ROI attribution for non-traceable marketing channels
In a lot of cases, the impact of certain marketing channels is not directly traceable. For example in the case of TV advertising, we can not directly observe how a campaign influenced certain potential customers in their buying behaviour. In the case of TV, it is possible to measure the so-called direct impact of a spot, by looking on the website traffic of a product and flag users which visit it in a certain time window after the spot. This method became popular in the last years but has certain drawbacks. The main problem of it is, that only a small amount of the potential customers who watched the spot are visiting the website within the next minutes after the spot; nevertheless, all people who watched the spot are potentially influenced by it. As a result, most KPIs like for example CPO (cost per order) or CPV (cost per visit) look much higher than they are in reality – which leads to wrong conclusions.

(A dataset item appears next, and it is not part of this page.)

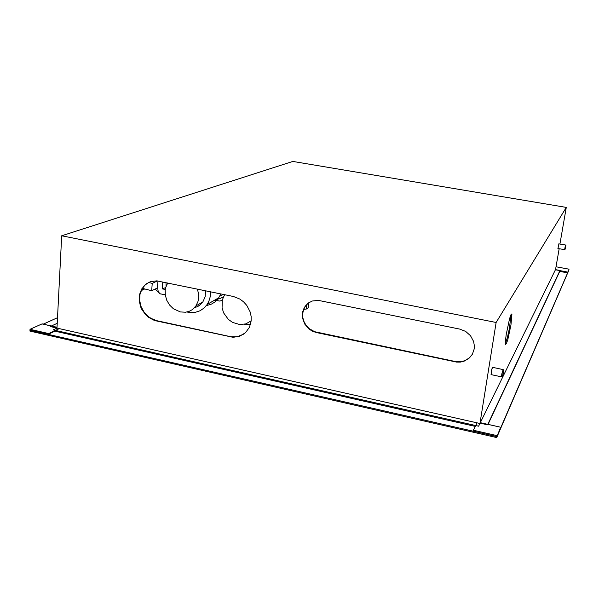 <?xml version="1.0" encoding="UTF-8"?>
<svg xmlns="http://www.w3.org/2000/svg" width="599" height="599" viewBox="0 0 599 599"><rect width="100%" height="100%" fill="white"/><g stroke="black" fill="none" stroke-linecap="round" stroke-linejoin="round"><path stroke-width="0.9" d="M505.391 343.616L507.346 337.746L509.464 328.192L511.052 314.468M510.954 325.047L511.89 314.183L511.217 314.176L509.592 318.556L506.215 334.437L505.421 340.981L505.616 344.41L506.477 343.467L507.765 339.723L510.954 325.047M472.102 354.675L469.429 357.82L464.712 360.725L460.601 361.751L456.303 361.736L314.617 331.696L309.181 328.626L306.254 325.571L304.112 321.933L302.892 317.927L302.66 313.824L303.656 309.294L305.782 305.542L308.395 302.982M474.161 349.015L472.356 354.234L468.852 358.457L464.053 361.204L460.391 362.066L456.573 362.096L316.272 332.512L312.371 331.172L308.852 328.896L304.741 324.074L302.555 318.189L302.592 312.072L304.359 307.384L308.358 303.004L312.364 301.027L318.413 300.436L459.635 329.046L465.663 331.434L470.529 335.762L473.554 341.43L474.296 345.174L474.161 349.015M243.786 334.115L237.256 336.743L231.057 336.78L156.803 320.66L151.173 318.473L148.582 316.744L144.164 312.191L141.094 306.576L139.657 300.406L140.001 294.281L142.09 288.763L145.07 284.997L149.031 282.264M251.153 320.959L249.446 327.256L245.47 332.752L239.772 336.226L233.086 337.282L156.354 320.899L153.479 320.038L148.125 316.983L145.767 314.872L141.978 309.72L140.63 306.808L139.193 300.638L139.53 294.498L141.626 288.988L146.014 284.031L150.439 281.71L156.743 280.886L233.423 296.542L239.81 299.028L243.598 301.836L246.781 305.4L250.068 311.75L251.101 316.347L251.153 320.959M558.785 244.385L557.939 248.488M492.64 368.213L492.378 367.457L491.652 369.868L491.195 374.637M565.83 245.927L565.224 248.997L565.83 245.927M565.456 245.073L564.625 249.581M565.171 249.221L565.868 245.627L565.171 249.221L564.543 249.633M502.673 374.996L503.692 370.893L502.673 374.996M503.153 369.59L501.835 373.926L501.513 376.696L501.925 376.367M503.766 371.522L503.729 370.474L503.19 372.039L502.583 376.314L503.766 371.522M497.043 435.638L473.382 430.247L473.712 431.243L496.885 436.611L500.667 427.267L480.346 422.692M500.697 427.649L500.667 427.267M59.279 328.596L48.736 333.583L48.137 334.332L29.987 330.206L496.885 436.611L496.721 437.584L568.84 270.336L567.642 273.114L569.05 269.161L567.605 272.852L559.751 271.407M57.017 327.286L42.304 323.969M224.647 294.73L222.319 299.949L222.042 307.691L223.614 312.798L228.294 319.334L232.592 322.434L239.563 324.538L245.785 323.872L251.161 320.869M244.242 324.276L250.464 324.538M215.745 299.522L219.751 298.661L223.412 296.902M222.236 300.294L219.833 301.08L214.427 300.271M167.742 282.968L165.706 287.505L165.204 290.013L165.287 295.247L166.784 300.399L169.562 305.026L173.403 308.747L180.404 311.952L185.54 312.214L189.202 311.308L192.481 309.503L195.97 305.857L198.007 301.552L198.703 297.92L198.651 294.124L197.408 289.1M186.828 312.004L190.894 312.626L195.671 312.259L200.141 310.709L204.042 308.058L207.164 304.434L208.894 301.185L210.212 296.655L210.534 291.818M199.737 305.333L197.805 304.824M157.979 281.006L157.447 286.434L158.106 291.121L159.746 293.787L162.187 294.199M162.793 281.949L162.307 288.883L165.279 289.504M165.968 282.601L166.043 286.442M213.821 300.623L211.14 302.158M201.743 303.431L200.635 303.236M220.829 293.944L218.246 298.631L215.206 301.791L211.537 304.09L206.318 305.61M213.192 300.983L210.511 302.51M201.384 303.828L199.999 303.596M205.547 290.785L205.135 296.752L202.844 301.993L199.085 305.812L194.241 307.976M511.074 316.137L510.341 316.182M511.037 316.923L510.063 317.006M559.953 244.055L566.295 207.411L292.851 161.416L61.682 235.766L56.98 328.08L50.234 326.552L57.219 323.325M555.73 268.487L559.152 248.705M560.02 270.456L555.49 269.617L480.128 423.134L487.564 424.811L560.02 270.456M475.299 426.421L54.389 331.052M488.05 424.392L559.915 271.048M479.949 423.493L56.98 328.08L53.146 329.877L478.631 426.181L479.949 423.493L496.152 322.509L61.682 235.766M566.295 207.411L496.152 322.509M500.749 427.664L567.605 272.852M556.022 266.772L569.05 269.161M473.382 430.247L477.081 422.849M42.012 323.902L30.025 329.323L29.95 331.09L496.721 437.584M57.504 317.725L43.308 324.164M48.736 333.583L30.025 329.323M165.683 287.595L162.307 288.883M157.38 280.938L152.198 283.372L151.659 290.717L142.352 288.329M157.507 287.887L151.659 290.717M152.198 283.372L148.597 282.458M219.803 296.183L222.903 294.618M308.725 302.757L308.163 307.721L306.389 309.039L303.356 309.451M306.389 309.039L306.935 304.165M229.619 336.848L230.016 336.578M156.354 320.899L156.803 320.66M316.272 332.512L316.594 332.243M555.408 269.782L567.8 272.058M567.702 272.455L559.766 270.995M48.729 333.725L55.662 330.453M141.521 289.826L143.865 288.718M511.89 314.183L511.299 314.063M558.8 243.853L565.419 245.028L565.868 245.627M492.64 367.374L502.973 369.553M143.273 286.622L143.738 286.412M303.109 310.132L303.446 309.878M557.901 248.488L564.55 249.671M503.774 370.482L503.108 369.471M502.539 376.022L501.513 376.591M491 374.592L501.528 376.838M500.682 427.237L487.788 424.332M141.139 290.657L144.748 288.943M42.274 323.932L51.439 325.998M48.556 334.16L56.149 330.558M165.227 294.835L159.581 293.652M155.171 289.017L158.69 292.499M218.89 297.725L207.164 304.434M195.97 305.857L202.844 301.993"/></g></svg>

In most cases, it will look like as if TV is not a marketing channel in which it is worth to invest in – a demonstrable error.
Our task was to develop a model to attribute the correct impact of TV advertising (or other non-traceable marketing channels) only on the basis of data which is available in almost all cases: a time series of marketing activity in the channel (for example net costs spent per week over time) and a time series measuring an impact (for example orders of the product per week over time). This is a difficult task and initially, it was not clear if this is possible, since especially TV advertising has not a short but a long-term effect. Additionally, there are a lot of overlaying effects, like for example seasonalities and activity of other marketing channels.
It turned out, that apart from measuring the direct impact of a spot, it is also possible to estimate the impact of a campaign with an indirect methodology. The main advantage of this method is, that we are able to measure the whole impact of the campaign and not only the impact on a small subset of people visiting the website directly after the spot, which distorts the true KPI’s which are usually much better. Also, it gives us the possibility to build a prediction model which we can use to plan future campaigns better.
For measuring the indirect effect, we trained a prediction model which explains the time series of a KPI (e.g. orders per week over time) as an echo of our marketing activity in the channel (e.g. measured as net costs per week for TV advertising) plus the impact of other marketing channels, which we not necessarily need to know (but can improve our performance).
From this, we can derive an explanation for how the marketing channel affected our orders and can decompose our orders time series into a time series of orders attributable to our marketing channel and a time series of orders attributable to other effects. By this, we can give a plausible an accurate estimation of the true impact of the marketing channel. If we have enough data, the impact can be also measured over a long time range.
The methodology we use is related to Temporal Canonical Correlation Analysis, but uses an additional Bayesian model approach specifically developed for our problem to incorporate previous knowledge and make the solutions more stable. We already applied it successfully to different kind of marketing channels and products.
It turns out, that TV advertising is indeed a marketing channel which has a strong impact and for the first time, it was possible to measure the correct and long-term effect of TV advertising.